Hoorcollege 12B Flashcards
algemene reactiepatronen
weefsels kunnen maar op een paar verschillende reactiepatronen reageren op veel verschillende stimuli:
- “grootte verandering” (ontwikkeling, aanpassend, neoplasie)
- degeneratie en celdood
- ophopingen
- vaataandoeningen
- ontsteking
- wondgenezing
- rupturen
- corpus alienum
- dislocaties, torsies
- (aangeboren) misvorming
Ezelsbrug algemene reactiepatronen
- Stimuli van reacties > etiologie van de ziekte
Vitamin D
- Vasculair
- Infectieus
- Trauma
- Aangeboren
- Metabool
- Immuungemedieerd / Iatrogeen
- Neoplastisch
- Degeneratief
wat is de samenhang van etiologie en reactiepatronen
Verschillende oorzaken van een probleem kunnen dezelfde reacties geven. Vaak is er wel een bepaalde etiologie die het beste past en het er meeste op lijkt.
waar is de presentatie van de ziekte/laesie van afhankelijk?

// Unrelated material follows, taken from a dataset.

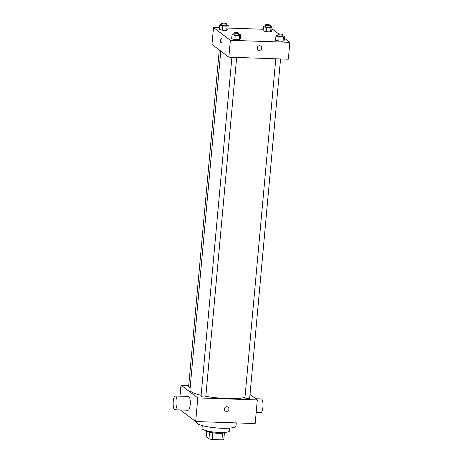<?xml version="1.0" encoding="UTF-8"?>
<svg xmlns="http://www.w3.org/2000/svg" width="463" height="463" viewBox="0 0 463 463"><rect width="100%" height="100%" fill="white"/><g stroke="black" fill="none" stroke-linecap="round" stroke-linejoin="round"><path stroke-width="0.69" d="M222.558 433.165L221.951 439.85A9.266 1.742 5.2 0 0 223.808 439.381L224.41 432.766M221.951 439.85L212.257 439.52A9.266 1.742 5.2 0 1 208.935 438.878L206.185 436.8L206.701 431.157M212.864 432.812L212.257 439.52M209.542 432.182L208.935 438.878M224.977 432.396A9.486 1.783 -174.8 0 1 218.183 433.293A9.486 1.783 -174.8 0 1 206.203 430.688M229.758 428.09L229.503 430.908A13.797 2.593 -174.8 0 1 219.508 432.488A13.797 2.593 -174.8 0 1 202.024 428.408L202.279 425.59M236.292 422.904L236.014 425.972A19.834 3.727 -174.8 0 1 221.644 428.246A19.834 3.727 -174.8 0 1 196.515 422.378L196.59 421.55M250.02 394.418L257.312 399.934L255.165 423.552L195.67 421.521L180.402 409.975M226.858 406.722A2.373 2.228 -52.9 0 1 228.427 410.386A2.373 2.228 -52.9 0 1 224.532 408.297A2.373 2.228 -52.9 0 1 226.858 406.722M257.312 399.934L197.823 397.908L195.67 421.521M190.166 387.45A2.379 0.446 -174.8 0 1 188.609 386.883L219.271 49.946M236.657 57.441L205.78 396.716A2.379 0.446 -174.8 0 1 204.056 396.988A2.379 0.446 -174.8 0 1 201.04 396.287L231.894 57.279M275.786 58.778L244.933 397.781A2.379 0.446 5.2 0 0 245.025 397.92A2.379 0.446 5.2 0 0 247.612 398.469A2.379 0.446 5.2 0 0 249.673 398.215L280.549 58.94M197.823 397.908L180.969 385.158L188.742 385.424M244.968 397.393A29.314 5.51 -174.8 0 1 227.101 398.568A29.314 5.51 -174.8 0 1 205.821 396.299M201.127 395.321A29.314 5.51 -174.8 0 1 189.946 389.892L220.782 51.086M175.332 395.998L188.557 396.45A6.899 1.956 92 0 1 190.195 404.755A6.899 1.956 92 0 1 188.082 410.235L174.864 409.784A6.899 1.956 -88 0 0 176.97 404.303A6.899 1.956 -88 0 0 175.332 395.998A6.899 1.956 -88 0 0 173.145 402.822A6.899 1.956 -88 0 0 174.864 409.784M180.969 385.158L179.968 396.154M225.215 410.93A2.373 2.228 127.1 0 0 228.427 410.386A2.373 2.228 127.1 0 0 228.074 407.151M255.732 398.741L261.265 398.927A6.899 1.956 92 0 1 262.99 405.889A6.899 1.956 92 0 1 260.796 412.718L256.166 412.556M284.357 38.18L289.855 42.336L288.322 59.206L228.832 57.175L211.973 44.431L213.512 27.56L219.369 27.763M289.855 42.336L230.366 40.31L228.832 57.175M257.225 47.99A2.373 2.228 -52.9 0 1 260.929 46.178A2.373 2.228 -52.9 0 1 261.277 49.414A2.373 2.228 -52.9 0 1 257.225 47.99M271.706 31.143L270.612 31.866L266.318 31.721L263.117 30.847L266.318 31.721L270.612 31.866L271.706 31.143L272.088 26.923L271 27.647L266.705 27.502L263.505 26.634L264.599 25.911L265.484 25.94M240.251 39.048L239.157 39.772L234.863 39.627L231.662 38.753L234.863 39.627L239.157 39.772L240.251 39.048L240.633 34.829L239.539 35.553L235.245 35.408L232.044 34.54L233.138 33.816L234.023 33.845M271.85 29.551L273.002 29.591L278.859 34.019M227.958 28.052L263.262 29.262M230.366 40.31L213.512 27.56M284.143 40.547L283.049 41.271L278.755 41.126L275.554 40.252L278.755 41.126L283.049 41.271L284.143 40.547L284.525 36.328L283.431 37.052L279.137 36.907L275.936 36.039L277.03 35.315L277.916 35.344M227.813 29.644L226.72 30.367L222.425 30.222L219.225 29.354L222.425 30.222L226.72 30.367L227.813 29.644L228.195 25.43L227.107 26.154L222.813 26.003L219.612 25.135L220.706 24.412L221.592 24.441M221.534 38.36A2.373 0.671 92 0 1 221.985 40.935A2.373 0.671 92 0 1 221.245 43.053A2.373 0.671 92 0 1 220.648 40.657A2.373 0.671 92 0 1 221.407 38.313A2.373 0.671 92 0 1 221.534 38.36M221.245 43.053A2.373 0.671 92 0 1 220.654 40.657A2.373 0.671 92 0 1 221.407 38.313M260.929 46.178A2.373 2.228 -52.9 0 1 261.277 49.414A2.373 2.228 -52.9 0 1 258.065 49.958M226.326 24.921L228.195 25.43M221.69 23.381L221.534 25.066A2.379 0.446 5.2 0 0 221.627 25.205A2.379 0.446 5.2 0 0 224.208 25.754A2.379 0.446 5.2 0 0 226.274 25.5L226.43 23.81A2.379 0.446 5.2 0 0 224.098 23.15A2.379 0.446 5.2 0 0 221.69 23.381A2.379 0.446 5.2 0 0 221.777 23.515A2.379 0.446 5.2 0 0 224.364 24.064A2.379 0.446 5.2 0 0 226.43 23.81M227.107 26.154L226.72 30.367M222.813 26.003L222.425 30.222M219.612 25.135L219.225 29.354M270.218 26.42L272.088 26.923M265.583 24.875L265.426 26.565A2.379 0.446 5.2 0 0 265.519 26.704A2.379 0.446 5.2 0 0 268.1 27.253A2.379 0.446 5.2 0 0 270.166 26.993L270.323 25.309A2.379 0.446 5.2 0 0 267.99 24.649A2.379 0.446 5.2 0 0 265.583 24.875A2.379 0.446 5.2 0 0 265.669 25.014A2.379 0.446 5.2 0 0 268.256 25.563A2.379 0.446 5.2 0 0 270.323 25.309M271 27.647L270.612 31.866M266.705 27.502L266.318 31.721M263.505 26.634L263.117 30.847M238.763 34.326L240.633 34.829M234.122 32.78L233.971 34.47A2.379 0.446 5.2 0 0 234.058 34.609A2.379 0.446 5.2 0 0 236.645 35.159A2.379 0.446 5.2 0 0 238.711 34.899L238.862 33.214A2.379 0.446 5.2 0 0 236.535 32.555A2.379 0.446 5.2 0 0 234.122 32.78A2.379 0.446 5.2 0 0 234.214 32.919A2.379 0.446 5.2 0 0 236.801 33.469A2.379 0.446 5.2 0 0 238.862 33.214M239.539 35.553L239.157 39.772M235.245 35.408L234.863 39.627M232.044 34.54L231.662 38.753M282.656 35.819L284.525 36.328M278.014 34.279L277.864 35.969A2.379 0.446 5.2 0 0 277.95 36.102A2.379 0.446 5.2 0 0 280.537 36.652A2.379 0.446 5.2 0 0 282.604 36.398L282.754 34.713A2.379 0.446 5.2 0 0 280.428 34.054A2.379 0.446 5.2 0 0 278.014 34.279A2.379 0.446 5.2 0 0 278.107 34.418A2.379 0.446 5.2 0 0 280.694 34.968A2.379 0.446 5.2 0 0 282.754 34.713M283.431 37.052L283.049 41.271M279.137 36.907L278.755 41.126M275.936 36.039L275.554 40.252"/></g></svg>

Het is afhankelijk van de interactie tussen etiologie en gastheer en beïnvloed door:
- het totaal van reactiepatronen
- tijd
- ernst
- plaats
Reactiepatronen en tijd
Bijv. de tijd waarin het duur voor een laesie om te helen kan aangeven hoe oud de wond is.
Gradaties zijn:
- Normaal
- Peracute = lichte zwelling
- Acute = meteen/heel snel opgetreden, nog geen ontstekingscellen
- Subacute = al even bezig, immuuncellen zijn aanwezig zoals neutrofielen en plasmacellen
- Chronisch = al enige tijd aanwezig, lymfocyten aanwezig
- Geheeld (‘nieuwe normaal’) = de wond is geheeld, er zijn nog wat lymfocyten aanwezig om het laatste op te ruimen.
Reactiepatronen en ernst
Enst = omvang, grootte, uitbreiding, gevolg van wond.
Bijv. een grote invasieve neoplasie heeft mogelijke grotere gevolgen voor het dier dan een kleine lipoom.
Reactiepatroon en locatie
de locatie van een wond kan aangeven waar de malfucntie zich bevindt. Bijv. bij een bloeding in de dunne darm, zal er melena optreden, terwijl een bloeding in de dikke darm juist vers bloed geeft bij de ontlasting.
hoe kunnen laesies onderscheiden worden?
- Veel laesies zien er macroscopisch hetzelfde uit
- Histologie of cytologie is noodzakelijk om een definitieve diagnose te kunnen stellen.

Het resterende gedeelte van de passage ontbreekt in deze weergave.